Listed records START
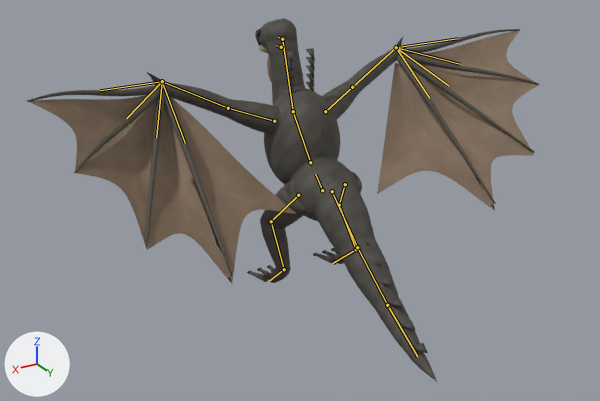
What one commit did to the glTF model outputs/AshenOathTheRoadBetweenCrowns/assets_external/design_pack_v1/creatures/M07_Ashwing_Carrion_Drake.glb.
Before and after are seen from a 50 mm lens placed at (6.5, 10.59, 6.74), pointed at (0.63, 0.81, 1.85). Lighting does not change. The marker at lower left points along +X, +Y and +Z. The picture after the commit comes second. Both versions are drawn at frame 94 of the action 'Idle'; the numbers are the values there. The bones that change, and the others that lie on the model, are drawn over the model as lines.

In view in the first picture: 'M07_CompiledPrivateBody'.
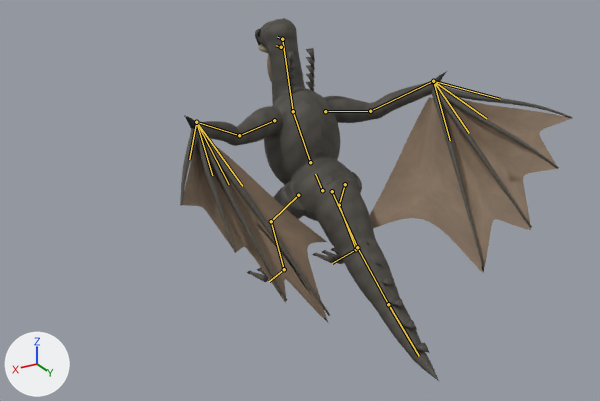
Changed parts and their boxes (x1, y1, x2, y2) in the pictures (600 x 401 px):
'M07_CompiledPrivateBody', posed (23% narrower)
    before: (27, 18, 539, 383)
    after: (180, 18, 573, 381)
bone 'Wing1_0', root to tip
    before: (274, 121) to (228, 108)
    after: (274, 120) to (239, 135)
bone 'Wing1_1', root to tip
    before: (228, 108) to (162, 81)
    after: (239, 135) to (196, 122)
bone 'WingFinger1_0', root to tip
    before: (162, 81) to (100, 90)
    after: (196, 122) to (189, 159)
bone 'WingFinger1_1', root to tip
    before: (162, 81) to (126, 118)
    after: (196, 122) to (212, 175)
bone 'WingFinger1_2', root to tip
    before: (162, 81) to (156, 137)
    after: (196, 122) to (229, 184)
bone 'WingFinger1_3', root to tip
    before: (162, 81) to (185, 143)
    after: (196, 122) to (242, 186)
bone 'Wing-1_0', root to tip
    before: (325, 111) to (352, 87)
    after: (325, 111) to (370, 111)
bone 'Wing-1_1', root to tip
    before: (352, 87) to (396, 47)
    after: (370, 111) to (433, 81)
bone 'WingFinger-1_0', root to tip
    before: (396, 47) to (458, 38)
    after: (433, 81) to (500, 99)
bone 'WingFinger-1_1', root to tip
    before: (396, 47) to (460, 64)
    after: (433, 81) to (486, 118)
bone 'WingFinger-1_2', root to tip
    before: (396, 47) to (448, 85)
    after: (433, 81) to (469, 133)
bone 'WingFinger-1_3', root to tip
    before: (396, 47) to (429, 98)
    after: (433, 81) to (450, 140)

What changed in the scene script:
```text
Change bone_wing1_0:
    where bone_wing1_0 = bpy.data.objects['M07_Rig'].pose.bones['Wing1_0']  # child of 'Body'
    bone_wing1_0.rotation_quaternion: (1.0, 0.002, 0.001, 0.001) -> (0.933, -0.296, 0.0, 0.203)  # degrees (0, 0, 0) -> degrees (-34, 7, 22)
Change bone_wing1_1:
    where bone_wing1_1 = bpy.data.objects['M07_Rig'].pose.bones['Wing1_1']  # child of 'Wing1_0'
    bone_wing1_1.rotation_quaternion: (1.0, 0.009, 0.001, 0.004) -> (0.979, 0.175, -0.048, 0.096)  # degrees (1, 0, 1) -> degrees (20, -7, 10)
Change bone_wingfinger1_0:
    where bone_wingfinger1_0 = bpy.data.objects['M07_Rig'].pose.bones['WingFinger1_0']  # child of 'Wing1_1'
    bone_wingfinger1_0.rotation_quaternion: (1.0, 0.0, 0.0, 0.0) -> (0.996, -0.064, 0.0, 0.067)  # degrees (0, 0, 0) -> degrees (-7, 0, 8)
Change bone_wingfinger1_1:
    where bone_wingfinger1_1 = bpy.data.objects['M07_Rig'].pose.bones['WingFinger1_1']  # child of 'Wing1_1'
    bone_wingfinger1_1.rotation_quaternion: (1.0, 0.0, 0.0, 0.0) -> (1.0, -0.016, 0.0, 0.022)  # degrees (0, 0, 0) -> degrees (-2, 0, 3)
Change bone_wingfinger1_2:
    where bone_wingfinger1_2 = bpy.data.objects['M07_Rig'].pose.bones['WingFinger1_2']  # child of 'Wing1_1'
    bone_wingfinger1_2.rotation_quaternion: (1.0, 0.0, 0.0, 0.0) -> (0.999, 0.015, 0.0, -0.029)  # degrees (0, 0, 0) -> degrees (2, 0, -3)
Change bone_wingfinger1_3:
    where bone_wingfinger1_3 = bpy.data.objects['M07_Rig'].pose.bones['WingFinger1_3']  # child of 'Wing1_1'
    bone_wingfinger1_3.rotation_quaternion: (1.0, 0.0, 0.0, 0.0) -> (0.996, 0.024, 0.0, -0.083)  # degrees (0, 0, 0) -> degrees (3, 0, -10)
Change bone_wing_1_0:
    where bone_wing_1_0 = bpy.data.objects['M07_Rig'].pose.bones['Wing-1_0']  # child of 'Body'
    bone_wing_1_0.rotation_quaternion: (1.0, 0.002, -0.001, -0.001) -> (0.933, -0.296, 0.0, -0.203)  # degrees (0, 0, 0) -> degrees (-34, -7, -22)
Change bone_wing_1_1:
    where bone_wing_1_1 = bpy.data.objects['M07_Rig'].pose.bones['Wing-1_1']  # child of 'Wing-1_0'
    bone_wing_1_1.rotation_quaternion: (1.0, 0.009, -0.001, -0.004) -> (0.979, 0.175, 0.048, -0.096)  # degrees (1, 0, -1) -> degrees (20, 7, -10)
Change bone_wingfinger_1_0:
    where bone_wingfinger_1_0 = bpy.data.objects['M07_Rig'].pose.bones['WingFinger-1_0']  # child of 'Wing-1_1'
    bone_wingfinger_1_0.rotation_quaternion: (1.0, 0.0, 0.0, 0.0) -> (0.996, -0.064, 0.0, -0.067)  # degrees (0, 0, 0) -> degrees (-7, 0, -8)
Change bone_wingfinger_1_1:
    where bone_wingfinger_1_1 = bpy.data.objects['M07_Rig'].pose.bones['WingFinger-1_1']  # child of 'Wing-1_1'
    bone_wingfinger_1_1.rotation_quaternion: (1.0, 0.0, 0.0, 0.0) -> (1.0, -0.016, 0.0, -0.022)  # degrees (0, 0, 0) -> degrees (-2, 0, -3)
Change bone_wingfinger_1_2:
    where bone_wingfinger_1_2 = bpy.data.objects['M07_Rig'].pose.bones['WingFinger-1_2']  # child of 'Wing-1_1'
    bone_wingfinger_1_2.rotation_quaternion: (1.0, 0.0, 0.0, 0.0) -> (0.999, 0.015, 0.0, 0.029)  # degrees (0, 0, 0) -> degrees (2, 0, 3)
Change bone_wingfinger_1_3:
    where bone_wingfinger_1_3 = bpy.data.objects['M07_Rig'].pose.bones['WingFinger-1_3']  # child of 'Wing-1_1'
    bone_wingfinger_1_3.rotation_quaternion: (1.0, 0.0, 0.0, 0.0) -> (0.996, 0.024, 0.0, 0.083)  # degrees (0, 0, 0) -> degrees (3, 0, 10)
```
Listed records END
Listed records START
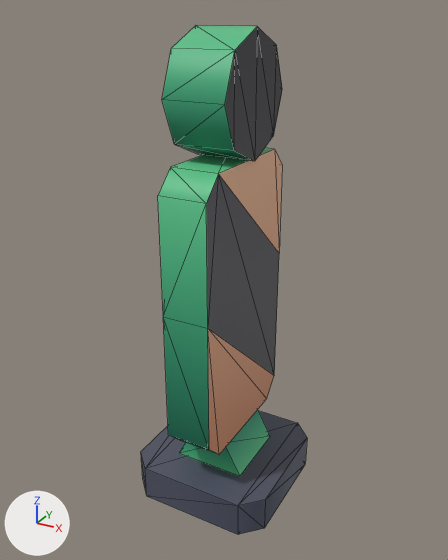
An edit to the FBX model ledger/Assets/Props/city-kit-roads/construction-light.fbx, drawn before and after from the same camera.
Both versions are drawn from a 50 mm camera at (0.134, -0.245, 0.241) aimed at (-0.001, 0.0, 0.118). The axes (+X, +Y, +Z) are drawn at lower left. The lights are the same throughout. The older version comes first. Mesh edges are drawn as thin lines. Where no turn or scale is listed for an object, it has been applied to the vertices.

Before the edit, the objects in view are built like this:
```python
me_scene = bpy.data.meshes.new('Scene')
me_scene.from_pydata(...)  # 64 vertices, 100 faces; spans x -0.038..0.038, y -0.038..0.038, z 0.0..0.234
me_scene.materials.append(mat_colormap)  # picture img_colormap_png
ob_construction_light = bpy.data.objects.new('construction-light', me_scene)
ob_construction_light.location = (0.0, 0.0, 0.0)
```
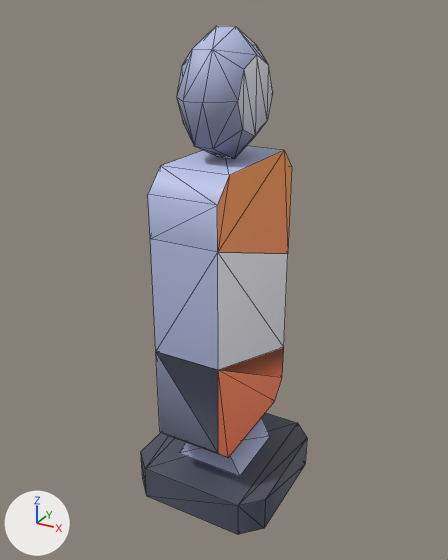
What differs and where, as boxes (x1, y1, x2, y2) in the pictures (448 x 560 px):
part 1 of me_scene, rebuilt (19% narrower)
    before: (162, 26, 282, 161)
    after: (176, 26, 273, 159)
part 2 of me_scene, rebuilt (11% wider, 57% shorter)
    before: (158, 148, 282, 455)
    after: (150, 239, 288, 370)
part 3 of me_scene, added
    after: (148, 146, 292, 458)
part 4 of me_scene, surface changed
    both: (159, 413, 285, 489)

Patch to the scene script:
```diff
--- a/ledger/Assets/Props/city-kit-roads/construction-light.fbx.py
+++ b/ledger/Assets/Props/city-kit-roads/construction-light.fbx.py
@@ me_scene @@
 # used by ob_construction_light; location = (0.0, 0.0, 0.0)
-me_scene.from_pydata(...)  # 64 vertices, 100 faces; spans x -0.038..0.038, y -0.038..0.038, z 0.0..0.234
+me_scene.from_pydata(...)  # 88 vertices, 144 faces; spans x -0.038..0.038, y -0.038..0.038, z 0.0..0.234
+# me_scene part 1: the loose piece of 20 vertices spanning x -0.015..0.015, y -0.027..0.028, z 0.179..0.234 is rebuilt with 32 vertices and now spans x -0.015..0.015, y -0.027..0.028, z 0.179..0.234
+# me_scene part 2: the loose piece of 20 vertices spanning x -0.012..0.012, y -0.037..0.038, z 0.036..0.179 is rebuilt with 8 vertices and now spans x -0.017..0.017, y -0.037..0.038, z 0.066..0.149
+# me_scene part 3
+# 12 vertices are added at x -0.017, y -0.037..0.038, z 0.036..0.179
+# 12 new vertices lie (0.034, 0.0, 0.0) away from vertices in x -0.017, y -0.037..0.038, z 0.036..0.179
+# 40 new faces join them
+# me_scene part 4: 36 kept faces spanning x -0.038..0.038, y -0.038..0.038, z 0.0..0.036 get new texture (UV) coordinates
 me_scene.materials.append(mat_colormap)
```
Listed records END
[Exercise directions]
If the string "faces" appears in a line of the entries, report the line.

[Answer section]
me_scene.from_pydata(...)  # 64 vertices, 100 faces; spans x -0.038..0.038, y -0.038..0.038, z 0.0..0.234
-me_scene.from_pydata(...)  # 64 vertices, 100 faces; spans x -0.038..0.038, y -0.038..0.038, z 0.0..0.234
+me_scene.from_pydata(...)  # 88 vertices, 144 faces; spans x -0.038..0.038, y -0.038..0.038, z 0.0..0.234
+# 40 new faces join them
+# me_scene part 4: 36 kept faces spanning x -0.038..0.038, y -0.038..0.038, z 0.0..0.036 get new texture (UV) coordinates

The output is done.